A. Blat, J. Dybas, M. Kaczmarska, K. Chrabaszcz, K. Bulat, R. B. Kostogrys, A. Cernescu, K. Malek and K. M. Marzec
Anal. Chem. 91, 9867 (2019)
This work presents the potential of vibrational spectroscopy, Vis and NIR Raman Spectroscopy, Fourier–Transform Infrared spectroscopy (FTIR) in reflection and transmission modes and nano–FTIR microscopy, to study the biochemical alterations in membranes of isolated and intact red blood cells (RBCs). The main goal was to propose the best spectroscopic method which enabled following biochemical alterations in the RBC membranes and then to translate this spectroscopic signature of degradation to in situ analysis of RBCs.

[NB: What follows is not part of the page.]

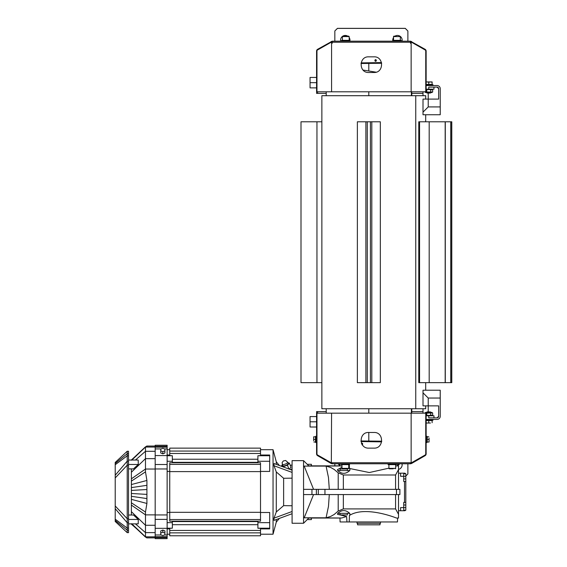 <?xml version="1.0" encoding="UTF-8"?>
<svg xmlns="http://www.w3.org/2000/svg" width="567" height="567" viewBox="0 0 567 567"><rect width="100%" height="100%" fill="white"/><g stroke="black" fill="none" stroke-linecap="round" stroke-linejoin="round"><path stroke-width="0.85" d="M342.404 40.349L342.404 36.593A0.418 0.418 0 0 1 342.822 36.175L343.985 36.175L342.822 36.175A0.418 0.418 0 0 0 342.404 36.593L349.187 36.593L348.769 36.175L342.822 36.175M349.187 37.542A4.699 4.699 0 0 1 349.967 40.349L341.618 40.349L341.618 41.185M343.985 36.175L347.599 36.175M396.021 36.175L393.952 36.175A0.418 0.418 0 0 0 393.533 36.593A0.418 0.418 0 0 1 393.952 36.175L395.114 36.175M401.096 41.185L401.096 40.349L392.747 40.349A4.699 4.699 0 0 1 392.747 40.115M426.136 51.101L426.136 91.79L316.577 91.79L316.577 51.101A2.084 2.084 0 0 1 317.619 49.294L332.227 41.185L410.487 41.185L425.094 49.294A2.084 2.084 0 0 1 426.136 51.101M332.227 43.269L332.227 41.185M410.487 43.269L410.487 41.185M424.818 49.783L425.094 49.294M411.529 41.462L411.089 42.227M317.903 49.783L317.619 49.294M331.624 42.227L331.185 41.462M316.967 91.79L316.967 50.995A1.042 0.815 90 0 1 317.449 50.038L331.015 42.319A1.042 0.815 90 0 1 331.341 42.227L411.373 42.227A1.042 0.815 -90 0 1 411.706 42.319L425.264 50.038A1.042 0.815 -90 0 1 425.746 50.995L425.746 91.79M368.748 56.835L373.965 56.835C384.057 56.346 384.057 72.973 373.965 72.491L368.748 72.491C358.656 72.973 358.656 56.346 368.748 56.835M425.697 405.866L425.697 408.743L321.872 408.743L321.872 95.703L425.697 95.703L425.697 99.097M425.697 114.747L425.697 121.792M425.697 382.654L425.697 390.216M321.872 382.654L301.006 382.654L301.006 121.792L321.872 121.792M371.81 382.654L380.322 382.654L380.322 121.792L371.81 121.792L371.81 382.654L357.366 382.654L357.366 121.792L371.81 121.792M357.366 121.792L357.366 382.654M367.288 121.792L367.288 382.654M370.421 121.792L370.421 382.654M418.779 121.792L445.279 121.792L445.279 382.654L418.779 382.654L418.779 121.792M419.559 121.792L419.559 382.654M445.173 121.792L445.173 382.654M445.279 121.792L450.843 121.792L450.843 382.654L445.279 382.654M450.744 121.792L450.744 382.654M450.843 121.792L451.786 121.792L451.786 382.654L450.843 382.654M426.136 89.182L428.751 89.182L428.751 87.098L437.093 87.098A1.566 1.566 0 0 1 438.66 88.665L438.66 99.097L423.01 99.097L423.01 114.747L440.226 114.747L440.226 106.922L428.227 106.922L428.227 93.045M430.835 92.577L426.66 92.577M426.66 92.641L427.064 93.045L430.438 93.045L430.835 92.641M432.139 82.236L430.445 81.931L432.139 81.931L432.139 84.384L426.136 84.384M428.751 82.236L427.05 81.931L430.445 81.931L428.751 82.236L428.751 84.384M426.136 81.931L427.05 81.931L426.136 82.024M432.926 85.532L432.926 84.696L426.136 84.696M440.226 106.922L440.226 88.665A3.133 3.133 0 0 0 437.093 85.532L426.136 85.532M428.751 89.182L433.968 89.182L433.968 87.098M432.664 92.017L431.7 92.577L425.803 92.577L424.832 92.017L432.664 92.017L432.664 89.742L426.136 89.473M430.707 92.017L430.707 89.742M426.788 92.017L426.788 89.742M431.7 89.182L432.664 89.742M423.01 112.138L428.227 106.922M423.01 91.79L423.01 95.703M437.093 87.098L438.66 88.665M428.227 411.918L428.227 398.041L440.226 398.041L440.226 390.216L423.01 390.216L423.01 405.866L438.66 405.866L438.66 416.306L437.093 417.865A1.566 1.566 0 0 0 438.66 416.306M313.657 440.722L313.657 438.114L313.657 440.722M313.657 436.81L313.657 438.114L313.657 436.81M313.891 439.418L315.479 439.418L315.479 436.81L313.891 436.81M315.479 439.418L315.479 442.026L313.891 442.026M316.577 442.543L315.741 442.543L315.741 436.285L316.577 436.285M426.143 424.803L426.143 436.285L426.972 436.285L426.972 442.543L426.136 442.543M429.063 438.114L429.063 440.722L429.063 438.114M429.063 442.026L429.063 440.722M428.829 439.418L427.234 439.418L427.234 442.026L428.829 442.026M427.234 439.418L427.234 436.81L428.829 436.81M426.66 412.386L430.835 412.386M430.835 412.322L430.438 411.918L427.064 411.918L426.66 412.322M430.445 423.032L427.05 423.032L430.445 423.032M426.136 422.939L427.05 423.032L426.136 423.032M426.136 420.579L428.751 420.579L428.751 422.727M428.751 420.579L432.139 420.579L432.139 422.727M426.136 420.267L432.926 420.267L432.926 419.431M426.136 419.431L437.093 419.431A3.133 3.133 0 0 0 440.226 416.306L440.226 398.041M428.227 398.041L423.01 392.825M433.968 417.865L433.968 415.781L428.751 415.781L428.751 417.865L437.093 417.865M424.832 412.946L425.803 412.386L431.7 412.386L432.664 412.946L424.832 413.173M431.7 415.781L432.664 415.221L426.136 415.491M426.788 412.946L426.788 415.221M430.707 412.946L430.707 415.221M432.664 412.946L432.664 415.221M428.751 415.781L426.136 415.781M338.648 463.778L338.648 464.614L340.009 464.614M341.178 463.778L341.178 464.614L349.527 464.614L349.527 463.778M332.227 462.736L332.227 463.778L410.487 463.778L410.487 462.736M348.322 468.789L348.74 468.37L341.958 468.37A0.418 0.418 0 0 0 342.376 468.789L347.16 468.789M346.253 468.789L342.376 468.789M397.538 464.614L399.168 464.614L399.168 463.778M388.133 463.778L388.133 464.614L396.482 464.614L396.482 463.778M395.277 468.789L395.695 468.37L388.912 468.37A0.418 0.418 0 0 0 389.331 468.789L393.207 468.789M390.5 468.789L389.331 468.789M317.449 454.925L331.015 462.644A1.042 0.815 90 0 0 331.341 462.736L331.575 413.173L316.967 413.173L316.967 453.969A1.042 0.815 90 0 0 317.449 454.925M424.818 455.181L425.094 455.67A2.084 2.084 0 0 0 426.136 453.862L426.136 413.173L425.746 413.173L425.746 453.969A1.042 0.815 -90 0 1 425.264 454.925L411.706 462.644A1.042 0.815 -90 0 1 411.373 462.736L331.575 462.736M368.748 432.472L373.965 432.472C384.057 431.99 384.057 448.617 373.965 448.128L368.748 448.128C358.656 448.617 358.656 431.99 368.748 432.472M425.746 413.173L331.575 413.173M317.903 455.181L317.619 455.67A2.084 2.084 0 0 1 316.577 453.862L316.577 413.173L316.967 413.173M332.227 463.778L331.185 463.501L331.624 462.736M411.089 462.736L411.529 463.501L410.487 463.778M425.094 455.67L411.529 463.501M331.185 463.501L317.619 455.67M423.01 408.743L423.01 413.173M407.879 31.008L405.27 28.35L337.443 28.35L334.835 30.958L337.443 28.4L405.27 28.4L407.879 31.008L407.879 41.185M402.138 40.115A4.699 4.699 0 0 1 402.01 41.185M342.461 36.38A4.699 4.699 0 0 0 340.696 41.185A4.699 4.699 0 0 1 340.576 40.115M334.835 41.185L334.835 31.008M392.747 41.185L392.747 40.349A4.699 4.699 0 0 1 393.533 37.542M394.93 36.175A4.699 4.699 0 0 1 399.969 36.182M400.252 36.38A4.699 4.699 0 0 1 402.024 41.185M342.744 36.182A4.699 4.699 0 0 1 347.791 36.175M402.01 463.778A4.699 4.699 0 0 1 402.138 464.848M405.816 476.011L407.879 473.955L405.816 476.067M316.577 82.662L310.057 82.662L310.057 87.878L316.577 87.878M316.577 77.445L310.057 77.445L310.057 82.662M316.577 416.568L310.057 416.568L310.057 427.001L316.577 427.001M310.057 421.784L316.577 421.784M317.619 91.79L317.619 93.357L326.223 93.357M411.791 93.357L423.01 93.357M317.619 93.357L316.577 93.357L316.577 91.79M411.791 413.173L411.791 408.743M411.791 95.703L411.791 91.79M426.143 80.16L426.143 65.708A2.084 2.084 0 0 0 426.136 65.68M316.577 413.173L316.577 411.607L317.619 411.607L317.619 413.173M326.223 411.607L317.619 411.607M423.01 411.607L411.791 411.607M334.835 463.778L334.835 465.868M407.879 473.955L407.879 463.778M402.024 463.778A4.699 4.699 0 0 1 398.516 469.398M361.023 441.558L381.634 441.87M381.513 62.59L361.129 62.894M381.669 63.263L361.009 63.497M376.162 61.016L375.042 61.016L375.042 59.96L376.162 59.96L376.162 61.016A0.836 0.723 -90 0 1 375.609 61.321M375.609 59.655A0.836 0.723 -90 0 1 376.162 59.96M375.347 61.009L375.347 59.967L375.871 59.967L376.134 60.492L375.347 61.009L375.871 61.009M375.347 59.967L375.871 59.967M376.318 60.492A0.822 0.709 -90 0 1 375.255 61.201A0.822 0.709 -90 0 1 375.255 59.776A0.822 0.709 -90 0 1 376.318 60.492M375.12 60.428L376.134 60.492M360.952 440.956L381.74 441.19M361.392 443.429L362.511 443.429L362.511 444.485L361.944 444.79M362.27 444.684A0.822 0.709 90 0 0 362.547 443.522A0.822 0.709 90 0 0 361.519 443.295A0.836 0.723 90 0 1 361.944 443.125M362.2 444.478L362.462 443.954L361.682 443.437L362.2 443.437M362.433 444.018L361.831 443.954M405.816 480.476L405.816 487.783M279.396 518.394L276.285 522.101L276.285 519.535M292.083 468.888L290.233 469.511M290.318 465.486L292.083 464.897M287.745 462.566L289.404 463.161L291.013 467.243L289.213 469.136M276.285 464.373L276.285 461.814L273.039 449.695L273.039 534.213L260.515 534.213M308.455 517.997L339.98 518.04L308.781 518.04L303.558 523.256L292.083 523.256L292.083 460.652L303.558 460.652L303.558 494.566L399.905 494.566L399.905 489.349L396.482 489.349L396.482 494.566M260.515 512.49L269.701 512.49L269.701 528.891L260.515 528.891M260.515 455.025L269.701 455.025L269.701 471.418L260.515 471.418M289.404 463.161L287.448 465.224L283.486 466.57L281.48 465.847L281.679 466.365M281.48 465.847L282.458 464.82M283.486 466.57L283.691 467.102M287.448 465.224L288.943 469.037M287.561 462.112L288.1 463.473A2.87 1.035 158.5 0 1 285.803 465.479A2.87 1.035 158.5 0 1 282.756 465.571L282.111 462.629L283.294 460.964L285.619 460.482L287.561 462.112A2.87 1.035 158.5 0 1 284.896 464.26A2.87 1.035 158.5 0 1 282.224 464.217M292.083 513.723L274.003 520.378A110.083 69.046 143.6 0 0 274.003 518.16L292.083 511.505M292.083 505.75L283.628 505.644L276.285 511.966L274.003 518.16M292.083 472.403L274.003 465.748A110.083 69.046 36.4 0 0 274.003 463.537L292.083 470.192M274.003 465.748L276.285 471.95L283.628 478.272L292.083 478.165M338.208 494.566L338.208 511.051L334.176 514.482L330.681 516.431L326.082 517.806L304.181 517.806L341.667 517.997L346.6 516.502L337.471 514.319L337.748 513.348L349.719 513.348L349.995 514.319L349.442 515.453C363.936 506.246 391.57 516.062 396.461 518.04L398.516 518.04L397.573 518.04L397.474 521.952L349.237 521.952L349.442 515.453M346.6 516.502L346.947 521.952L349.237 521.952M341.958 467.286L337.471 469.596L337.748 470.567C341.738 474.239 345.728 474.239 349.719 470.567L349.995 469.596L349.442 468.455L369.323 472.538L388.912 468.165M341.958 465.961L304.181 466.109L326.082 466.109L330.681 467.477L334.176 469.426L338.208 472.857L338.208 489.349M395.575 489.349L395.575 474.997L343.34 474.997L338.208 472.857M395.575 474.997L398.516 469.596L398.516 465.868L397.573 465.868L397.517 463.778M395.695 465.939L398.516 465.868M349.329 464.614L349.442 468.455M349.719 513.348C345.728 509.669 341.738 509.669 337.748 513.348M338.208 511.051L343.34 508.911L395.575 508.911L398.516 514.319L398.516 518.04M326.082 517.806L328.47 506.402L329.307 494.566M313.572 494.566L304.181 517.806M395.575 508.911L395.575 494.566M303.558 523.256L303.558 494.566M398.516 514.319L398.516 494.566M308.781 465.868L339.98 465.868L308.781 465.868L303.558 460.652M329.307 489.349L328.47 477.506L326.082 466.109M304.181 466.109L313.572 489.349M308.455 465.911L339.98 465.868M346.947 521.952L340.08 521.952L339.98 517.997M398.516 489.349L398.516 473.176L404.512 473.176A1.304 1.304 0 0 1 405.561 473.693M398.516 510.739L400.6 510.739L400.6 507.607L403.732 507.607L403.732 502.39L405.816 502.39L405.816 481.518L403.732 481.518L403.732 473.176M403.732 478.909L405.816 478.909L405.816 476.301L400.6 476.301L400.6 473.176M398.516 469.596L398.516 473.176M405.561 510.215A1.304 1.304 0 0 1 404.512 510.739L403.732 510.739L403.732 507.607L405.816 507.607L405.816 502.39M400.6 510.739L403.732 510.739M303.558 489.349L396.482 489.349M337.748 470.567L349.719 470.567M169.739 532.86L260.515 532.86L260.515 535.78L169.739 535.78L169.739 528.281L172.347 528.182L167.13 528.182M172.347 528.182L172.347 522.646L167.13 522.646M172.347 462.736L172.347 461.269L167.13 461.269M172.347 461.269L172.347 455.733L167.13 455.733M172.347 522.646L172.347 521.172M172.347 455.733L169.739 455.627L169.739 448.128L260.515 448.128L260.515 455.627L257.907 455.733L269.701 455.733M169.739 455.025L167.13 455.025M169.739 471.418L167.13 471.418M169.739 512.49L167.13 512.49M169.739 528.891L167.13 528.891M260.515 464.373L260.515 462.736L169.739 462.736L169.739 464.373L260.515 464.373L260.515 471.609L169.739 471.609L169.739 464.373M169.739 519.542L260.515 519.542L260.515 521.172L169.739 521.172L169.739 512.306L260.515 512.306L260.515 471.609M169.739 512.306L169.739 471.609M260.515 519.542L260.515 512.306M260.515 532.86L260.515 528.281L257.907 528.281L257.907 522.646L269.701 522.646M257.907 462.736L257.907 455.733M257.907 461.269L269.701 461.269M257.907 528.182L269.701 528.182M257.907 522.646L257.907 521.172M162.828 532.215L160.737 533.065L160.737 534.773L162.828 535.624L164.912 534.773L164.912 533.065L162.828 532.215L162.828 530.06L164.912 530.939L164.912 533.065M160.737 533.065L160.737 530.939L162.828 530.06M162.828 448.284L160.737 449.142L160.737 450.843L162.828 451.693L164.912 450.843L164.912 449.142L162.828 448.284M164.912 450.843L164.912 452.976L162.828 453.855L160.737 452.976L160.737 450.843M162.828 453.855L162.828 451.693M155.181 448.929L155.181 455.57L167.13 455.57L167.13 447.193L155.181 447.193L155.181 448.929L161.248 448.929M164.402 448.929L167.13 448.929M155.181 455.57L155.181 464.515L167.13 464.515L167.13 455.57M155.181 528.338L155.181 536.722L167.13 536.722L167.13 519.393L155.181 519.393L155.181 528.338L167.13 528.338M155.181 534.979L161.248 534.979M164.402 534.979L167.13 534.979M146.527 446.64L146.789 446.165M131.388 487.606L131.388 490.427L146.91 489.519L146.91 485.324L131.388 487.606L131.388 481.121L145.478 471.857L145.478 446.824L131.388 460.043M131.523 460.043L132.246 459.398M131.388 459.979L137.979 453.947M131.388 460.213L145.478 446.824L147.009 446.456M145.91 446.761L145.506 446.817M146.91 485.324L146.91 480.455L145.478 471.857M131.388 484.544L146.91 480.455M146.91 489.519L146.91 503.461L131.388 499.364L131.388 502.794L145.478 512.058L146.91 503.461M131.388 490.427L131.388 499.364M131.388 496.309L146.91 498.584M131.388 523.865L145.485 537.091L145.478 512.058M131.523 523.865L132.246 524.51M146.527 537.275L145.478 537.091L131.388 523.695M155.181 451.297L145.478 451.297L135.428 460.043M155.181 458.646L145.478 458.646L131.388 472.24L131.388 468.895M128.525 460.043L138.213 460.043L138.277 464.472L133.465 468.895L128.525 468.895M131.388 481.121L131.388 472.24M155.181 525.269L145.478 525.269L131.388 511.675L131.388 502.794M131.388 515.013L131.388 511.675M155.181 532.619L145.478 532.619L135.428 523.865M128.525 515.013L133.465 515.013L138.277 519.443L138.213 523.865L128.525 523.865M155.181 447.193L155.181 445.258L167.13 445.258L167.13 447.193M167.13 464.515L167.13 519.393M155.181 519.393L155.181 464.515M167.13 536.722L167.13 538.65L155.181 538.65L155.181 536.722M127.214 532.647L115.214 521.484L115.214 520.442L127.214 530.195L128.525 530.195L128.525 532.647L127.214 532.647L127.214 451.261L115.214 462.424L115.214 463.473L127.214 453.713L128.525 453.713L128.525 451.261L127.214 451.261M128.525 530.195L128.525 455.825L127.214 455.825L115.214 464.72L115.214 463.473M128.525 528.083L127.214 528.083L115.214 519.188L115.214 464.72M115.214 520.442L115.214 519.188M128.525 455.825L128.525 453.713M138.277 464.472L128.525 464.472M138.277 519.443L128.525 519.443M307.215 464.302L311.389 464.302L311.389 465.868M340.08 470.567L340.08 469.001L347.387 469.001L347.387 470.567M311.389 518.04L311.389 519.606L307.215 519.606M347.387 513.348L347.387 514.914L340.08 514.914L340.08 513.348M405.625 510.116L404.817 510.704M405.816 478.909L405.816 481.518M405.816 476.301L405.816 473.693L403.732 473.693M403.732 510.215L405.816 510.215L405.816 507.607M403.732 504.999L405.816 504.999M405.816 496.132L405.816 503.432M357.04 521.952L357.04 523.256L380.514 523.256L380.514 521.952M357.557 523.256L357.557 524.822L379.996 524.822L379.996 523.256M276.285 511.966L276.285 471.95M283.628 505.644L283.628 478.272M393.533 40.349L393.533 36.593L400.316 36.593L399.898 36.175L400.316 36.593L400.316 40.349M411.139 42.227L411.139 91.79M331.575 42.227L331.575 91.79M316.953 121.792L316.953 382.654M365.885 121.792L365.885 382.654M429.191 121.792L429.191 382.654M415.76 95.703L415.76 408.743M411.139 462.736L411.139 413.173M368.805 91.79L368.805 95.703M368.805 63.617L368.805 70.967M368.805 440.828L368.805 432.472M368.805 408.743L368.805 413.173M343.34 494.566L343.34 508.911M343.34 474.997L343.34 489.349M404.512 502.39L404.512 481.518M311.949 489.349L311.949 494.566M316.372 489.349L316.372 494.566M318.314 489.349L318.314 494.566M324.948 489.349L324.948 494.566M169.739 451.056L260.515 451.056M169.739 453.472L260.515 453.472M169.739 530.436L260.515 530.436M131.388 493.488L146.91 494.396M155.181 447.058L145.478 447.058L131.863 460.043M155.181 469.037L145.478 469.037L131.388 478.817M155.181 514.879L145.478 514.879L131.388 505.091M155.181 536.857L145.478 536.857L131.863 523.865M155.181 446.279L167.13 446.279M155.181 468.966L167.13 468.966M155.181 514.942L167.13 514.942M155.181 537.636L167.13 537.636M128.525 461.162L127.214 461.162L115.214 475.238M128.525 465.202L127.214 465.202L115.214 477.924M128.525 518.706L127.214 518.706L115.214 505.984M128.525 522.753L127.214 522.753L115.214 508.67M349.967 41.185L349.967 40.349M349.187 40.349L349.187 36.593L348.769 36.175M339.427 465.868L339.427 464.614M348.74 468.37L348.74 464.614M341.958 468.37L341.958 464.614M398.381 465.868L398.381 464.614M395.695 468.37L395.695 464.614M388.912 468.37L388.912 464.614M376.112 72.186L363.078 70.053M411.373 91.79L411.401 95.703M411.366 413.173L411.401 408.743M326.238 413.173L326.202 408.743M326.231 91.79L326.202 95.703M279.396 465.521L276.285 461.814M167.13 449.695L169.739 449.695M167.13 534.213L169.739 534.213M257.907 459.22L172.347 459.22M257.907 462.346L172.347 462.346M257.907 521.562L172.347 521.562M257.907 524.695L172.347 524.695M155.181 446.045L146.747 446.045L145.946 446.753M146.761 446.179L146.151 446.718M146.761 537.729L146.151 537.197M137.979 529.961L131.388 524.135M155.181 537.87L146.747 537.87L145.946 537.155M273.039 449.695L260.515 449.695M308.781 518.04L339.98 518.04M276.285 522.101L273.039 534.213M340.03 463.778L339.98 465.911"/></g></svg>

Two models corresponding to two distinct cases of RBC membrane conditions were employed and they were derived from healthy and young mice (H&Y) and mature mice with advanced atherosclerosis (A&M). It was shown that each technique provided essential information about biochemical alterations of the isolated membranes as well as membranes in the intact RBCs, which can be used in the development of a rapid and in situ analytical technology. Finally, we proposed that the combination of macro– and nanoprobing implemented in IR spectroscopy provided a wide chemical characterization of the RBC membranes, including alterations in lipid and protein fractions. This study also examined the effect of the sample preparation to determine destructive factors influencing a spectroscopic analysis of isolated membranes and intact RBCs derived from healthy and disease–affected mice.